One of our favorite musicals of all time is Les Miserables. I first saw it off-broadway in Richmond, when I was in college, and later Kathy and I saw the show on-Broadway when we were living in Connecticut. We listened to the London cast CD, over and over, those first years of our marriage. When we finally saw the musical in New York, we sat in the sixth row and could actually feel the spray of Jean Valjean’s spittle when he knelt on the edge of the stage and sang (OK, it sounds gross, but it was really cool at the time, to be so close).
There is just something really special about sitting so close to the stage, for a show like Les Miserables. I think we really were about as close as that 1985 picture suggests.

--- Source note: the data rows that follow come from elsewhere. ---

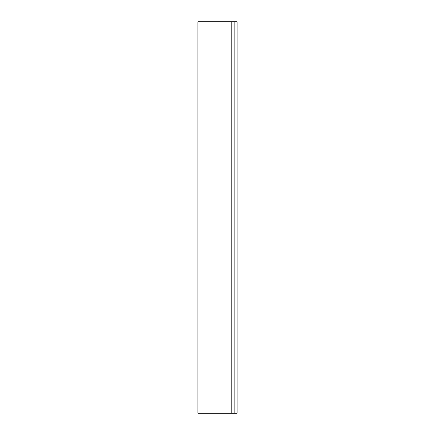 <?xml version="1.0" encoding="UTF-8"?>
<svg xmlns="http://www.w3.org/2000/svg" width="435" height="435" viewBox="0 0 435 435"><rect width="100%" height="100%" fill="white"/><g stroke="black" fill="none" stroke-linecap="round" stroke-linejoin="round"><path stroke-width="0.65" d="M197.925 413.25L237.075 413.25L237.075 21.75L237.075 413.25L237.075 21.75L197.925 21.75L197.925 413.25M231.202 413.25L231.202 21.75M234.139 413.25L234.139 21.75"/></g></svg>
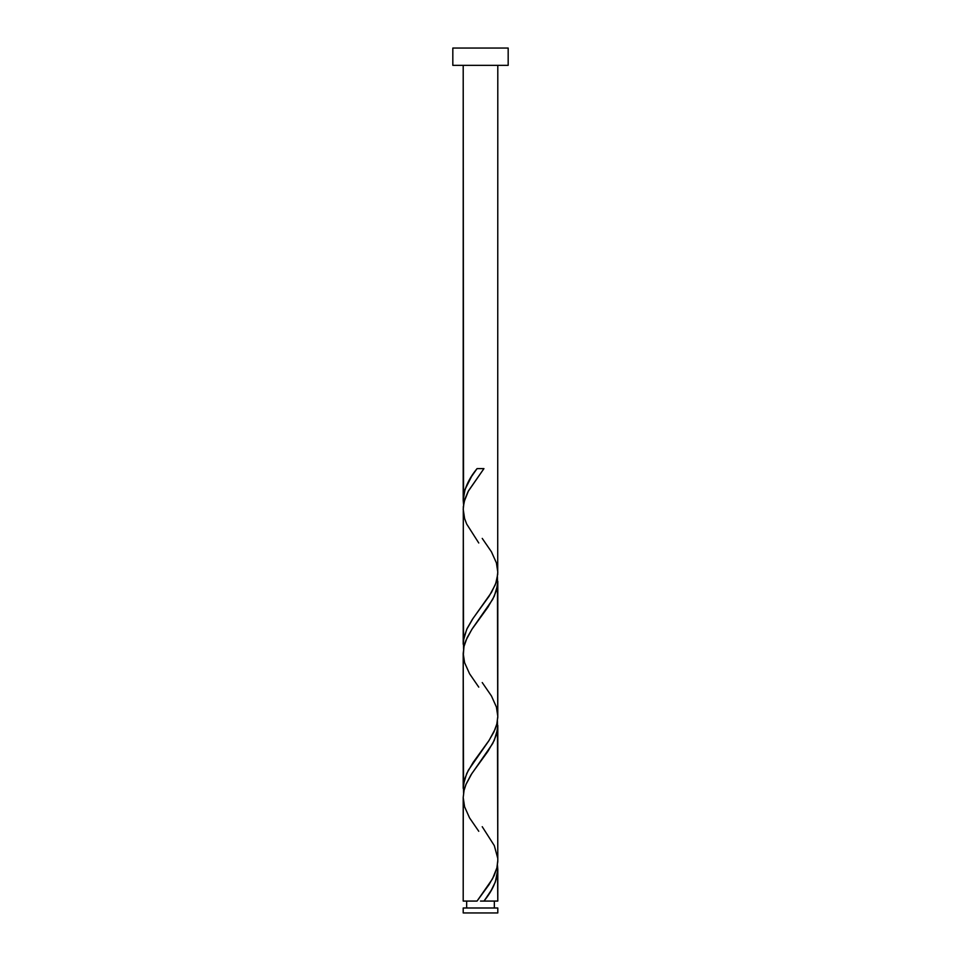 <?xml version="1.0" encoding="UTF-8"?>
<svg xmlns="http://www.w3.org/2000/svg" width="961" height="961" viewBox="0 0 961 961"><rect width="100%" height="100%" fill="white"/><g stroke="black" fill="none" stroke-linecap="round" stroke-linejoin="round"><path stroke-width="1.44" d="M463.202 907.989L463.202 912.95L497.798 912.95L497.798 907.989L463.202 907.989L497.798 907.989L497.798 912.95L463.202 912.95L463.202 907.989M466.662 901.07L466.662 907.989L466.662 901.07M494.338 907.989L494.338 901.07L494.338 907.989M452.823 48.05L452.823 65.348L508.177 65.348L508.177 48.05L452.823 48.05L452.823 65.348L508.177 65.348L508.177 48.05L452.823 48.05M463.538 504.561L463.202 65.348L463.202 500.068L465.04 489.401L471.563 476.476L477.052 468.62L483.948 468.62L468.139 491.467L464.872 499.095L463.31 506.723L463.202 644.218L463.947 637.455L467.13 628.446L472.344 619.425L491.479 592.408L495.756 583.399L497.714 574.39L497.798 65.348L497.714 569.873M485.377 899.112L483.948 901.07L497.798 901.07L497.798 869.621L495.347 881.982L491.263 890.258L485.377 899.112M497.462 720.978L497.798 860.443L496.909 867.807L492.5 878.895L477.052 901.07L463.202 901.07L477.052 901.07L489.089 884.564L494.122 875.675L496.849 868.047L497.774 861.705L497.798 725.471L496.477 734.492L492.729 743.502L470.89 775.022L466.121 784.044L463.947 790.795L463.202 797.546L463.202 901.07L463.286 799.816M463.538 792.861L463.202 653.396L463.202 788.368L464.523 779.347L468.271 770.338L488.656 741.063L493.87 732.054L496.789 724.162L497.774 717.411L497.798 581.321L496.477 590.342L492.729 599.352L472.344 628.626L467.13 637.636L463.947 646.645L463.286 655.666M497.462 865.128L497.798 901.07L483.948 901.07C492.573 890.595 497.185 880.108 497.798 869.621L497.45 865.032M482.23 826.7L494.314 845.632L497.714 858.173M497.462 576.828L497.714 714.023M463.538 648.711L463.286 511.516M480.5 901.07L483.948 901.07L480.5 901.07M463.55 504.657L463.202 500.068C463.815 489.581 468.427 479.095 477.052 468.62L483.948 468.62L468.5 490.795L464.091 501.882L463.202 509.246L464.595 518.52L466.686 524.057L478.77 542.989M482.23 538.4L491.431 551.782L496.405 562.87L497.798 572.143L496.909 579.507L495.131 585.045L489.161 596.132L473.1 618.319L466.686 629.407L463.43 640.494L463.55 648.807M482.23 682.55L491.431 695.932L496.405 707.02L497.798 716.293L496.909 723.657L495.131 729.195L489.161 740.282L473.1 762.469L466.686 773.557L463.43 784.644L463.55 792.957M478.77 831.289L469.569 817.907L464.595 806.82L463.202 797.546L464.091 790.182L465.869 784.644L471.839 773.557L487.9 751.37L494.314 740.282L497.57 729.195L497.45 720.882M478.77 687.139L469.569 673.757L464.595 662.67L463.202 653.396L464.091 646.032L465.869 640.494L471.839 629.407L487.9 607.22L494.314 596.132L497.57 585.045L497.45 576.732"/></g></svg>
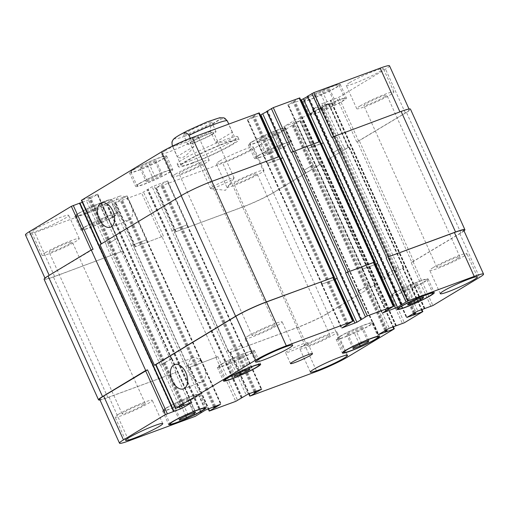 <?xml version="1.0" encoding="UTF-8"?>
<svg xmlns="http://www.w3.org/2000/svg" width="509" height="509" viewBox="0 0 509 509"><rect width="100%" height="100%" fill="white"/><g stroke="black" fill="none" stroke-linecap="round" stroke-linejoin="round"><path stroke-width="0.38" stroke-dasharray="2.54 1.91" d="M212.679 186.816A12.935 1.183 -24.3 0 1 225.652 180.517A12.935 1.183 -24.3 0 1 234.115 177.927A12.935 1.183 -24.3 0 1 234.051 178.156A12.935 1.183 -24.3 0 1 222.815 184.334A12.935 1.183 -24.3 0 1 210.758 188.674A12.935 1.183 -24.3 0 1 210.541 188.572A12.935 1.183 -24.3 0 1 212.679 186.816M190.366 142.304A15.474 1.419 -24.3 0 1 205.891 134.764A15.474 1.419 -24.3 0 1 216.02 131.666A15.474 1.419 -24.3 0 1 202.499 139.326A15.474 1.419 -24.3 0 1 187.808 144.403A15.474 1.419 -24.3 0 1 190.366 142.304M211.566 134.471A12.935 1.183 -24.3 0 1 198.586 140.77A12.935 1.183 -24.3 0 1 190.131 143.36A12.935 1.183 -24.3 0 1 192.262 141.604A12.935 1.183 -24.3 0 1 205.242 135.305A12.935 1.183 -24.3 0 1 213.704 132.715A12.935 1.183 -24.3 0 1 211.566 134.471M186.039 132.709A15.474 1.419 155.7 0 0 183.482 134.815A15.474 1.419 155.7 0 0 198.166 129.738A15.474 1.419 155.7 0 0 211.687 122.077A15.474 1.419 155.7 0 0 201.564 125.176A15.474 1.419 155.7 0 0 186.039 132.709M190.309 138.295L193.954 146.376L177.266 156.454L172.564 146.045M193.954 146.376C186.377 156.823 180.816 160.182 177.266 156.454M232.257 132.225L227.307 121.263C223.693 116.179 219.703 120.099 216.764 121.435C214.136 123.458 209.072 124.998 210.611 131.341L215.561 142.297L232.257 132.225C233.618 139.371 228.051 142.724 215.561 142.297M191.289 163.624A33.212 3.041 155.7 0 0 223.235 149.551A33.212 3.041 155.7 0 0 238.988 139.441A33.212 3.041 155.7 0 0 207.468 150.333A33.212 3.041 155.7 0 0 178.449 166.774A33.212 3.041 155.7 0 0 191.289 163.624M190.054 160.889A33.212 3.041 155.7 0 0 222 146.808A33.212 3.041 155.7 0 0 237.754 136.698A33.212 3.041 155.7 0 0 206.228 147.591A33.212 3.041 155.7 0 0 177.208 164.038A33.212 3.041 155.7 0 0 190.054 160.889M192.873 162.67A30.196 2.768 155.7 0 0 221.918 149.875A30.196 2.768 155.7 0 0 236.24 140.681A30.196 2.768 155.7 0 0 207.583 150.588A30.196 2.768 155.7 0 0 181.198 165.533A30.196 2.768 155.7 0 0 192.873 162.67M203.842 365.958A12.935 7.839 -110.3 0 0 192.574 357.922A12.935 7.839 -110.3 0 0 189.704 372.773A12.935 7.839 -110.3 0 0 201.532 382.183A12.935 7.839 -110.3 0 0 203.842 365.958M130.838 204.274A12.935 7.839 -110.3 0 0 119.57 196.245A12.935 7.839 -110.3 0 0 116.701 211.089A12.935 7.839 -110.3 0 0 128.535 220.505A12.935 7.839 -110.3 0 0 130.838 204.274M173.989 405.158L181.923 401.207L189.074 398.566L188.292 399.87L180.358 403.822L173.206 406.468L173.989 405.158L180.173 418.862M188.107 414.911L181.923 401.207M195.259 412.265L189.074 398.566M194.088 412.697L188.292 399.87M185.868 416.025L180.358 403.822M179.391 420.167L173.206 406.468M347.609 333.586L355.543 329.635L362.701 326.994L361.918 328.299L353.984 332.256L346.833 334.897L347.609 333.586L353.793 347.291M361.734 343.34L355.543 329.635M368.885 340.693L362.701 326.994M367.708 341.132L361.918 328.299M359.494 344.453L353.984 332.256M353.017 348.601L346.833 334.897M402.371 289.99L410.305 286.039L417.456 283.392L416.674 284.703L408.74 288.654L401.588 291.301L402.371 289.99L408.555 303.688M416.489 299.737L410.305 286.039M423.641 297.097L417.456 283.392M422.47 297.53L416.674 284.703M414.25 300.857L408.74 288.654M407.773 304.999L401.588 291.301M228.745 361.562L236.679 357.611L243.83 354.964L243.054 356.275L235.12 360.226L227.962 362.866L228.745 361.562L234.929 375.26M242.863 371.309L236.679 357.611M250.021 368.669L243.83 354.964M248.844 369.101L243.054 356.275M240.63 372.423L235.12 360.226M234.153 376.571L227.962 362.866M340.68 336.15A18.871 1.731 -24.3 0 1 359.615 326.956A18.871 1.731 -24.3 0 1 371.964 323.177A18.871 1.731 -24.3 0 1 355.473 332.523A18.871 1.731 -24.3 0 1 337.562 338.714A18.871 1.731 -24.3 0 1 340.68 336.15M339.554 336.564A20.379 1.871 -24.3 0 1 360.003 326.638A20.379 1.871 -24.3 0 1 373.339 322.56A20.379 1.871 -24.3 0 1 355.53 332.651A20.379 1.871 -24.3 0 1 336.188 339.331A20.379 1.871 -24.3 0 1 339.554 336.564M167.06 407.722A18.871 1.731 -24.3 0 1 185.995 398.528A18.871 1.731 -24.3 0 1 198.338 394.749A18.871 1.731 -24.3 0 1 181.853 404.095A18.871 1.731 -24.3 0 1 163.943 410.279A18.871 1.731 -24.3 0 1 167.06 407.722M165.934 408.135A20.379 1.871 -24.3 0 1 186.383 398.21A20.379 1.871 -24.3 0 1 199.719 394.131A20.379 1.871 -24.3 0 1 181.91 404.216A20.379 1.871 -24.3 0 1 162.568 410.903A20.379 1.871 -24.3 0 1 165.934 408.135M221.816 364.12A18.871 1.731 -24.3 0 1 240.751 354.932A18.871 1.731 -24.3 0 1 253.1 351.153A18.871 1.731 -24.3 0 1 236.609 360.493A18.871 1.731 -24.3 0 1 218.698 366.684A18.871 1.731 -24.3 0 1 221.816 364.12M220.69 364.539A20.379 1.871 -24.3 0 1 241.139 354.608A20.379 1.871 -24.3 0 1 254.475 350.529A20.379 1.871 -24.3 0 1 236.666 360.62A20.379 1.871 -24.3 0 1 217.324 367.307A20.379 1.871 -24.3 0 1 220.69 364.539M395.442 292.548A18.871 1.731 -24.3 0 1 414.377 283.36A18.871 1.731 -24.3 0 1 426.72 279.581A18.871 1.731 -24.3 0 1 410.235 288.921A18.871 1.731 -24.3 0 1 392.324 295.112A18.871 1.731 -24.3 0 1 395.442 292.548M394.316 292.968A20.379 1.871 -24.3 0 1 414.765 283.042A20.379 1.871 -24.3 0 1 428.094 278.957A20.379 1.871 -24.3 0 1 410.292 289.048A20.379 1.871 -24.3 0 1 390.944 295.735A20.379 1.871 -24.3 0 1 394.316 292.968M303.205 346.037A20.379 1.871 -24.3 0 1 323.654 336.112A20.379 1.871 -24.3 0 1 336.983 332.033A20.379 1.871 -24.3 0 1 319.181 342.118A20.379 1.871 -24.3 0 1 299.833 348.805A20.379 1.871 -24.3 0 1 303.205 346.037M327.847 336.933A12.642 1.158 155.7 0 0 329.934 335.215A12.642 1.158 155.7 0 0 317.934 339.363A12.642 1.158 155.7 0 0 306.889 345.624A12.642 1.158 155.7 0 0 315.16 343.091A12.642 1.158 155.7 0 0 327.847 336.933M248.386 335.883A20.379 1.871 -24.3 0 1 268.828 325.957A20.379 1.871 -24.3 0 1 282.164 321.873A20.379 1.871 -24.3 0 1 264.362 331.963A20.379 1.871 -24.3 0 1 245.014 338.65A20.379 1.871 -24.3 0 1 248.386 335.883M273.028 326.778A12.642 1.158 155.7 0 0 275.114 325.06A12.642 1.158 155.7 0 0 263.115 329.208A12.642 1.158 155.7 0 0 252.063 335.463A12.642 1.158 155.7 0 0 260.341 332.937A12.642 1.158 155.7 0 0 273.028 326.778M118.463 414.301A20.379 1.871 -24.3 0 1 138.912 404.375A20.379 1.871 -24.3 0 1 152.248 400.29A20.379 1.871 -24.3 0 1 134.44 410.381A20.379 1.871 -24.3 0 1 115.098 417.068A20.379 1.871 -24.3 0 1 118.463 414.301M143.105 405.196A12.642 1.158 155.7 0 0 145.192 403.478A12.642 1.158 155.7 0 0 133.193 407.626A12.642 1.158 155.7 0 0 122.147 413.881A12.642 1.158 155.7 0 0 130.419 411.355A12.642 1.158 155.7 0 0 143.105 405.196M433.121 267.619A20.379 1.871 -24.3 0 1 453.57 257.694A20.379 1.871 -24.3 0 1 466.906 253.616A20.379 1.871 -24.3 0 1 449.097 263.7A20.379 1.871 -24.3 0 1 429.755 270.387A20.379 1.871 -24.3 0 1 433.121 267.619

At one point in the story (spoiler alert!) young Marius survives a violent clash between the revolutionaries and the government, in which every one of his rabble-rousing student friends are brutally killed by soldiers. Returning to the cafe where they used to gather, he sings a poignant song about their loss:
There’s a grief that can’t be spoken
There’s a pain goes on and on
Empty chairs at empty tables
Now my friends are dead and goneHere they talked of revolution
Here it was they lit the flame
Here they sang about tomorrow
And tomorrow never came.From the table in the corner
They could see a world reborn
And they rose with voices ringing
I can hear them now!
The very words that they had sung
Became their last communion
On the lonely barricade …
At dawn.
With the older three gone off to college, and David vacationing with his friend, Marshall, in California, we have a lot of empty bedrooms around here. This morning, as I stood at the top of the stairs, two of the three kids bedrooms were pointedly empty. It feels so strange for our large, noisy family to dwindle away. I wonder what it will be like, when they are all gone?
One of my favorite Christian musicians, back in the 80′s, was Wayne Watson. He wrote a song entitled Watercolor Ponies, exploring the bittersweet paradox of parents wanting their children to ‘soar up with wings as eagles’, yet at the same time, wishing they could stay small. At the time, I hadn’t met Kathy, had no children — who knew I would all-too-soon understand what he was singing about? The third verse of the song expresses this:
But, baby, what will we do
When it comes back to me an you?
They look a little less
Like little boys every day
Oh, the pleasure of watching
The children growing
Is mixed with a bitter cup
Of knowing the watercolor ponies
Will one day ride away …
We still have four solid years left with David, and five with Sarah, until their ponies also ride away. I guess we should make the most of those years, and do our best to stay in contact with the older ones. Considering I talked on the phone with Rachel and Daniel just today, and with Joshua on Tuesday, perhaps we aren’t doing so badly.